Edit: Full quote removed. Please delete everything from the text of the original poster which is not necessary in understanding your answer; see also this post! [Ohlbe]
Shuanghe
★★  

Spain,
2014-12-19 18:13
(3387 d 04:54 ago)

@ arjunroy
Posting: # 14119
Views: 19,125
 

 SAS/R code of MSD method for comparing dis­so­lution

Hi arjunroy,

❝ 1. R code is working fine,


So I guess you have nt=nr otherwise the code will give wrong result. I noticed it some time ago so I'll modify the code when I have some time.

❝ though SAS IML v9.1.3 did not, got problem in calculating Cov matrix. Execution error noted in log despite it can be done manually.


Do you add the COV function before the run? As I mentioned in the post, for SAS 9.2 and older version there's no COV function so you should add it manually. The example of COV I gave only work for no missing value which in most of the case it should be. But if not, well, you have to adapt the code.

❝ 2. Any idea how dm-max is calculated in a 2 parameter weibull function, I am unable to verify in DDSolver output. For all kind of data it sets dm_max=11.82

❝ Any further insights will be appreciated.


If I remember it correctly, that's a certain default value in DDSolver. You should use you own criteria instead of 11.82.
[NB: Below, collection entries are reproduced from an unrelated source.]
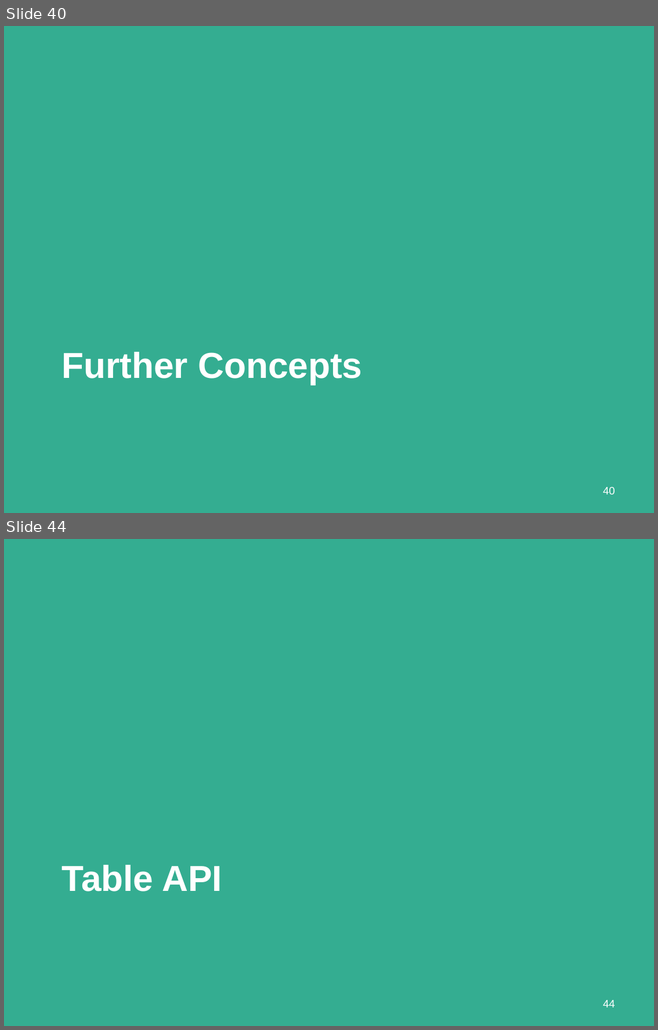
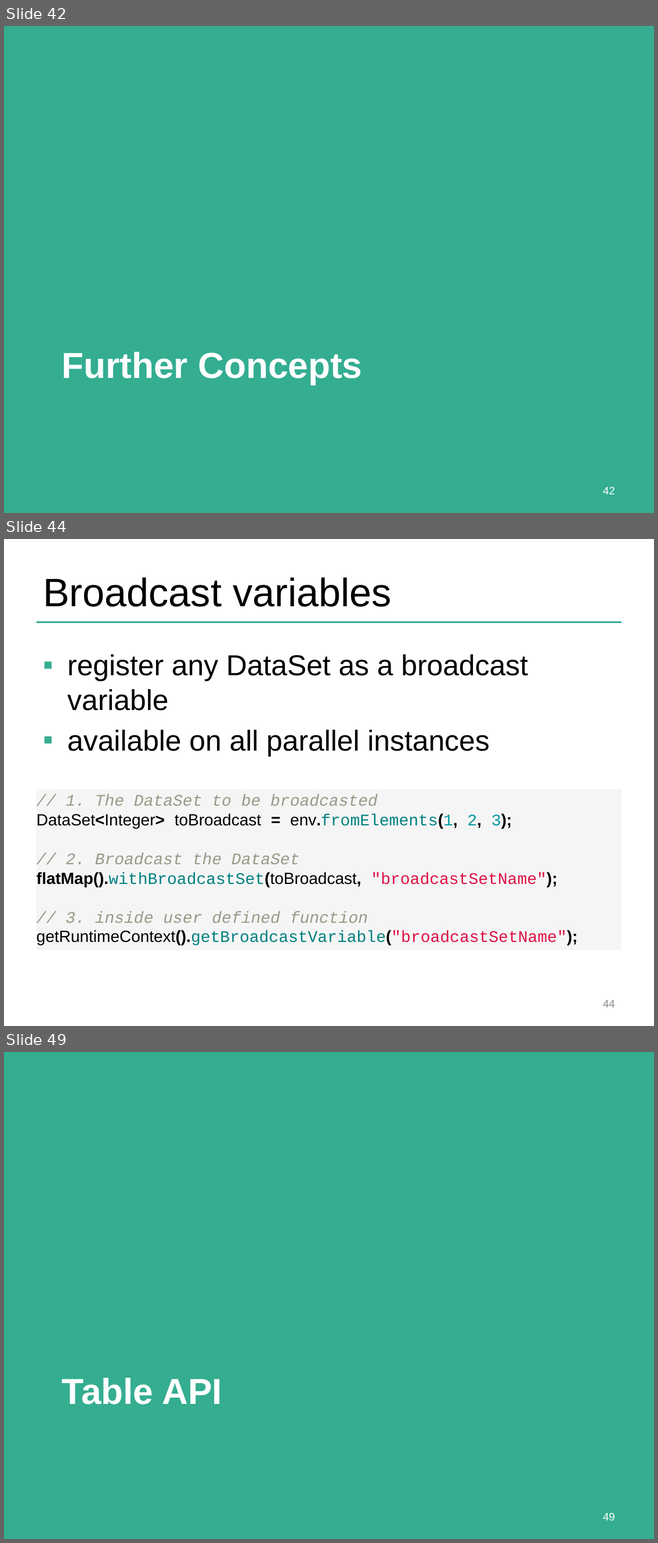
Before and after one commit to dataArtisans/flink-training-web, a slide deck: slides/flink_batch_advanced.pptx. Shown one above the other, each under a label of ours: slides 40 and 44 before the commit, slides 42, 44 and 49 after it; the slides between them are not shown. The pictures are 658x1030 and 658x1543 pixels, drawn with LibreOffice and Linux fonts; fonts in the diff are those of the drawing; background and template pictures are left out. Boxes give left, top, right and bottom in pixels: in the first picture for what was removed or moved away, otherwise in the second. Text is boxed around its words. In the diff, an @@ line names an element or a change of style, - is before the commit and + after.

```diff
--- a/slides/flink_batch_advanced.pptx
+++ b/slides/flink_batch_advanced.pptx
@@ slide 44 added at (x1=4, y1=539, x2=654, y2=1026), background #FFFFFF @@
@@ title added at (x1=43, y1=577, x2=391, y2=607), 44 pt, text #000000 @@
+Broadcast variables
@@ line added from (36, 622) to (621, 622), #34AD91 2 pt @@
@@ text added at (x1=67, y1=654, x2=528, y2=756), 32 pt, text #000000 @@
+▪ register any DataSet as a broadcast variable
+▪ available on all parallel instances
@@ rectangle added at (x1=36, y1=789, x2=621, y2=950), fill #F5F5F5, 18 pt, text #000000 @@
+// 1. The DataSet to be broadcasted
+DataSet<Integer> toBroadcast = env.fromElements(1, 2, 3);
+// 2. Broadcast the DataSet
+flatMap().withBroadcastSet(toBroadcast, "broadcastSetName");
+// 3. inside user defined function
+getRuntimeContext().getBroadcastVariable("broadcastSetName");
@@ page number added at (x1=603, y1=1000, x2=615, y2=1008), 12 pt, text #8C8C8C @@
+44
@@ what was slide 40 is now slide 42 @@
@@ page number at (x1=603, y1=487, x2=615, y2=495): text changed @@
-40
+42
@@ what was slide 44 is now slide 49 @@
@@ page number at (x1=603, y1=1513, x2=615, y2=1521): text changed @@
-44
+49
```
Also in this commit, not shown: 2 slides changed, 13 other slides added, 5 slides removed.
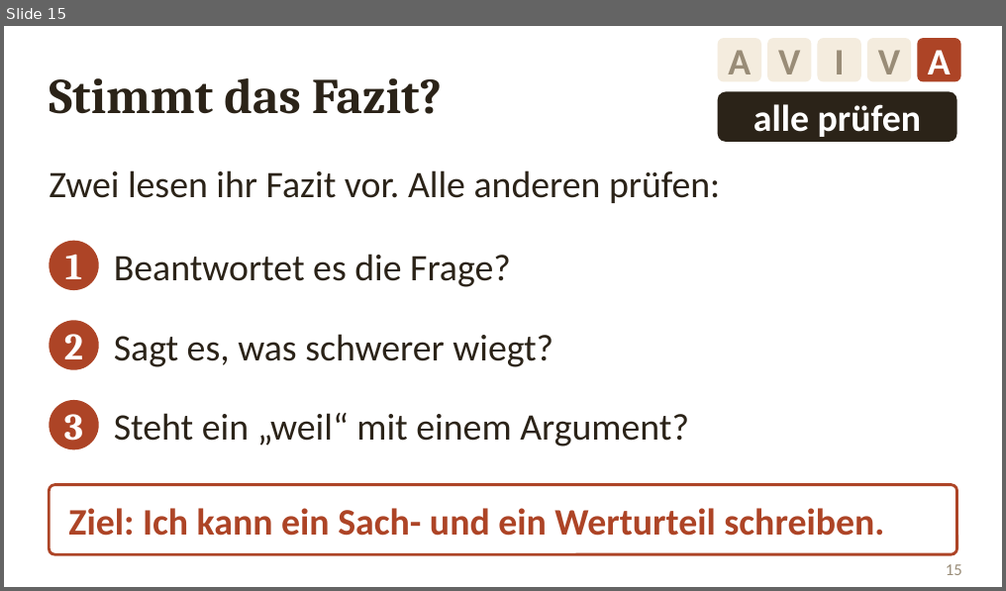
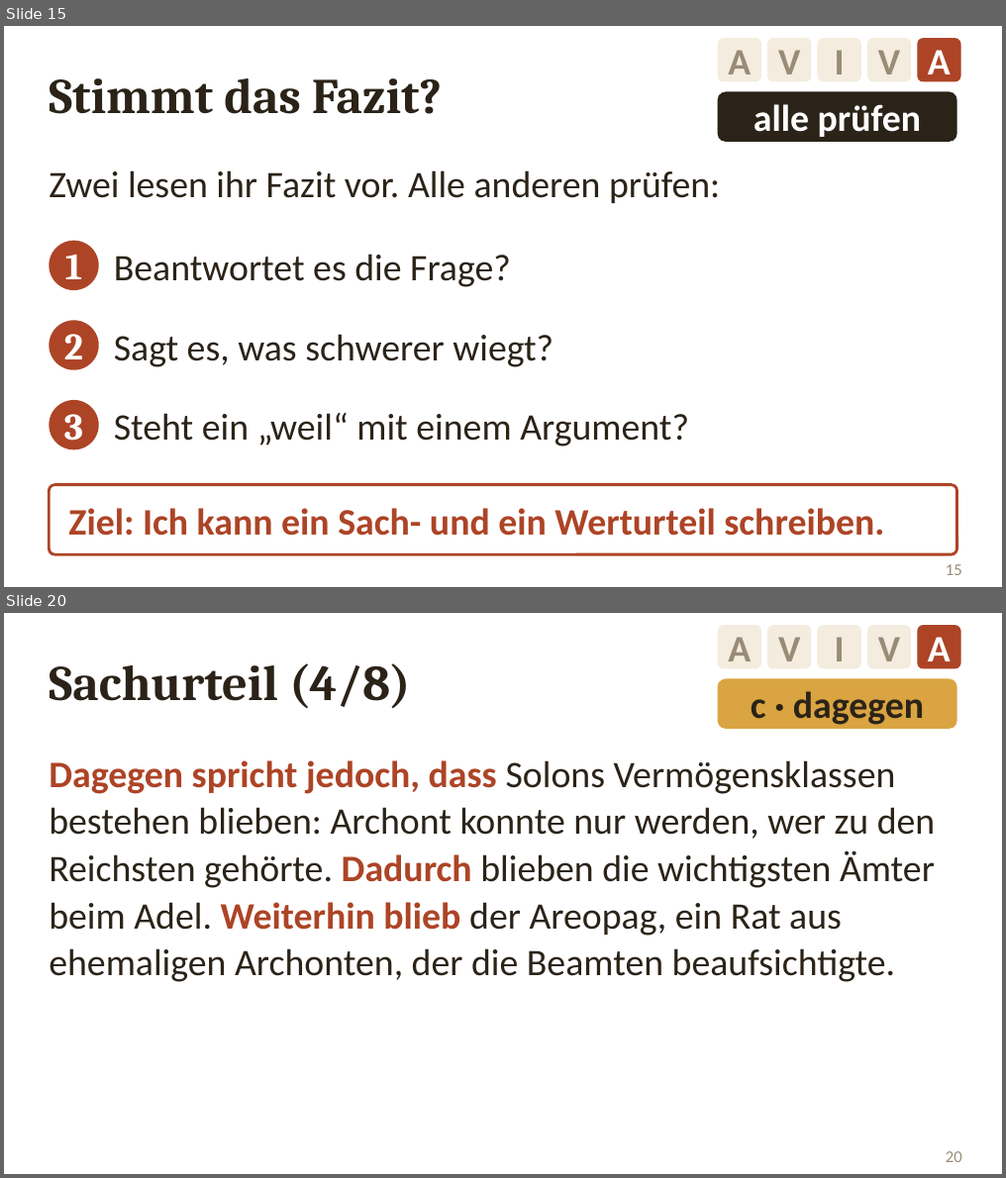
Before and after one commit to golzkonstantin-gif/Schule, a slide deck: Geschichte_11/Probeklausur_PseudoXenophon/Folien_Urteil_Kleisthenes.pptx. Shown one above the other, each under a label of ours: slide 15 before the commit, slides 15 and 20 after it; the slides between them are not shown. The pictures are 1006x591 and 1006x1178 pixels, drawn with LibreOffice and Linux fonts; fonts in the diff are those of the drawing. Boxes give left, top, right and bottom in pixels: in the first picture for what was removed or moved away, otherwise in the second. Text is boxed around its words. In the diff, an @@ line names an element or a change of style, - is before the commit and + after.

```diff
--- a/Geschichte_11/Probeklausur_PseudoXenophon/Folien_Urteil_Kleisthenes.pptx
+++ b/Geschichte_11/Probeklausur_PseudoXenophon/Folien_Urteil_Kleisthenes.pptx
@@ slide 20 added at bbox=[4, 613, 1002, 1174], background #FFFFFF @@
@@ rounded rectangle added at bbox=[718, 625, 761, 668], fill #F4ECDE, 27 pt, text #998C77, bold @@
+A
@@ rounded rectangle added at bbox=[767, 625, 811, 668], fill #F4ECDE, 27 pt, text #998C77, bold @@
+V
@@ rounded rectangle added at bbox=[818, 625, 861, 668], fill #F4ECDE, 27 pt, text #998C77, bold @@
+I
@@ rounded rectangle added at bbox=[867, 625, 911, 668], fill #F4ECDE, 27 pt, text #998C77, bold @@
+V
@@ rounded rectangle added at bbox=[917, 625, 961, 668], fill #AD4426, 27 pt, text #FFFFFF, bold @@
+A
@@ text added at bbox=[49, 663, 410, 708], 36 pt, text #2B2318, bold @@
+Sachurteil (4/8)
@@ rounded rectangle added at bbox=[718, 679, 957, 729], fill #D9A441, 27 pt, text #2B2318, bold @@
+c · dagegen
@@ text added at bbox=[49, 761, 936, 982], 27 pt, text #2B2318 @@
+Dagegen spricht jedoch, dass Solons Vermögensklassen bestehen blieben: Archont konnte nur werden, wer zu den Reichsten gehörte. Dadurch blieben die wichtigsten Ämter beim Adel. Weiterhin blieb der Areopag, ein Rat aus ehemaligen Archonten, der die Beamten beaufsichtigte.
@@ page number added at bbox=[945, 1152, 962, 1162], 12 pt, text #998C77 @@
+20
```
Also in this commit, not shown: 2 slides changed, 6 other slides added, 3 other files.
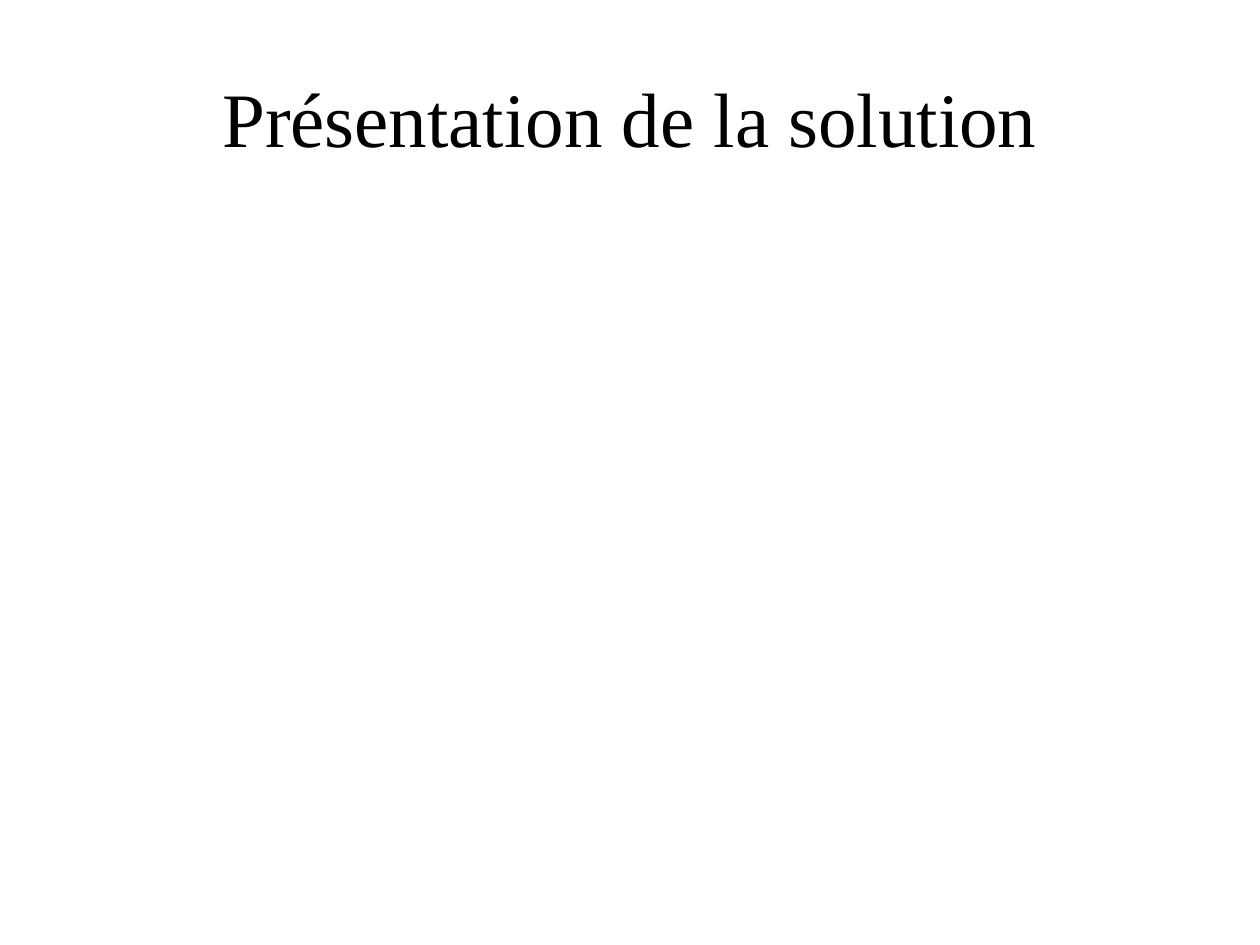
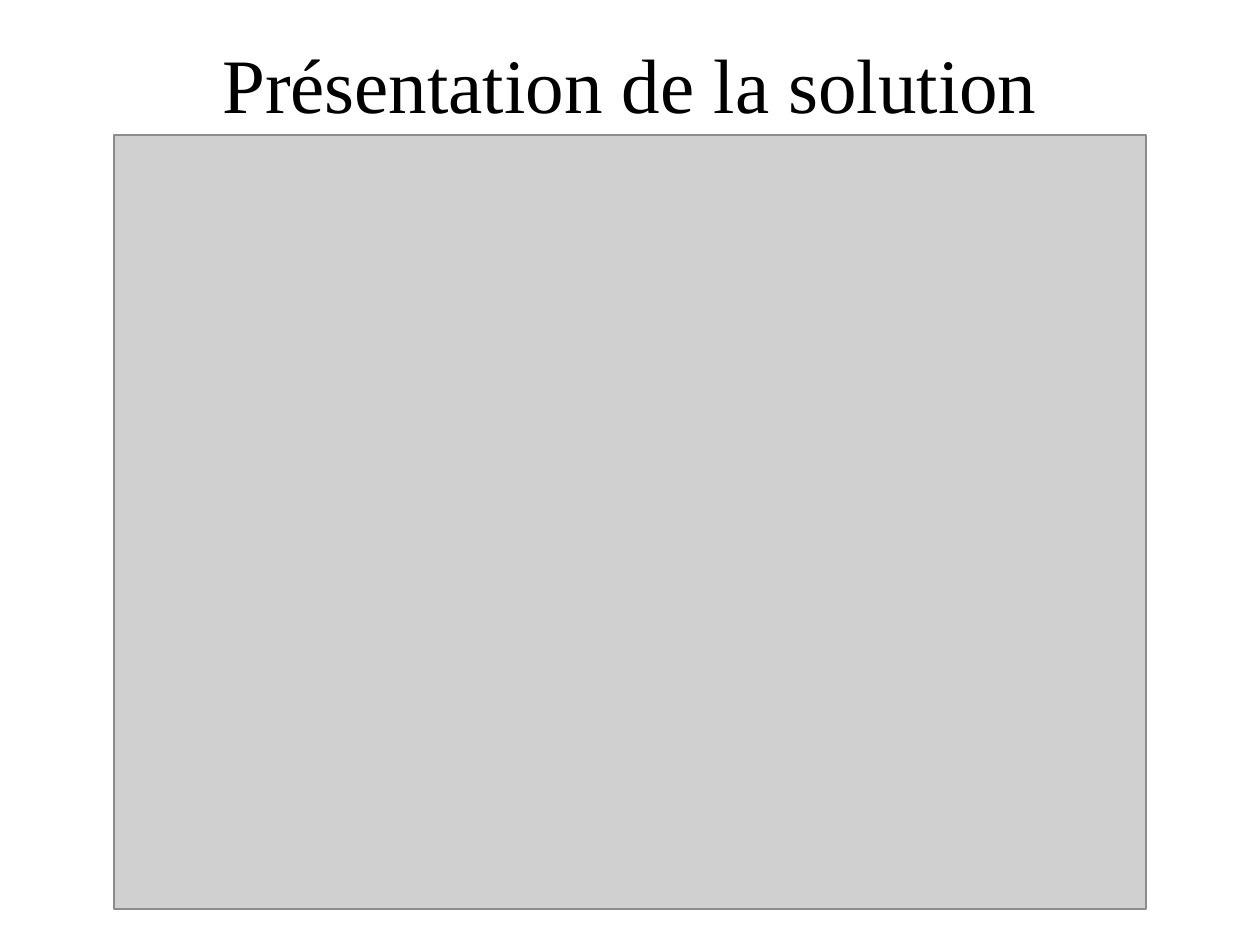
Before and after one commit to costany93/mymemory, a slide deck: slide 12 of 2186_curved_lines/2186.ppt (slide 11 before the commit). Drawn at 1260x945 pixels with LibreOffice and Linux fonts; fonts in the diff are those of the drawing; grey boxes stand for pictures; background and template pictures are left out. Boxes give left, top, right and bottom in pixels: in the first picture for what was removed or moved away, otherwise in the second. Text is boxed around its words. In the diff, an @@ line names an element or a change of style, - is before the commit and + after.

Commit message:
powerpoint 2

```diff
--- a/2186_curved_lines/2186.ppt
+++ b/2186_curved_lines/2186.ppt
@@ title "Présentation de la solution": place and size @@
-title "Présentation de la solution" at <box>222,93,1036,148</box>
+title "Présentation de la solution" at <box>222,59,1036,114</box>
@@ picture added at <box>113,135,1145,908</box> @@
```
Also in this commit, not shown: 6 other slides changed, 4 slides added, 3 slides removed.

I'm not aware any guideline that clearly define how to set similarity limit but in my opinion the criteria can be obtained by, e.g., fitting suitable model at least 2 different reference batches (more batches would be better) and determine the MSD between them (let's call it MSDR). If you have more batches, pair-wise compare the MSDR (A vs B, B vs C, A vs C, ...) and pick the biggest value.

The rational is that the difference between test and reference (upper limit of MSD) should not be greater than the maximum difference observed between reference batches themselves. So the maximum value in your pair-wise comparison of difference between reference can be used as dm_max.

All the best,
Shuanghe
arjunroy
☆    

India,
2014-12-22 06:42
(3384 d 16:25 ago)

(edited by Ohlbe on 2014-12-22 09:39)
@ Shuanghe
Posting: # 14135
Views: 18,340
 

 SAS/R code of MSD method for comparing dis­so­lution

❝ ❝ 1. R code is working fine,


❝ So I guess you have nt=nr otherwise the code will give wrong result. I noticed it some time ago so I'll modify the code when I have some time.


Thank you

❝ ❝ though SAS IML v9.1.3 did not, got problem in calculating Cov matrix. Execution error noted in log despite it can be done manually.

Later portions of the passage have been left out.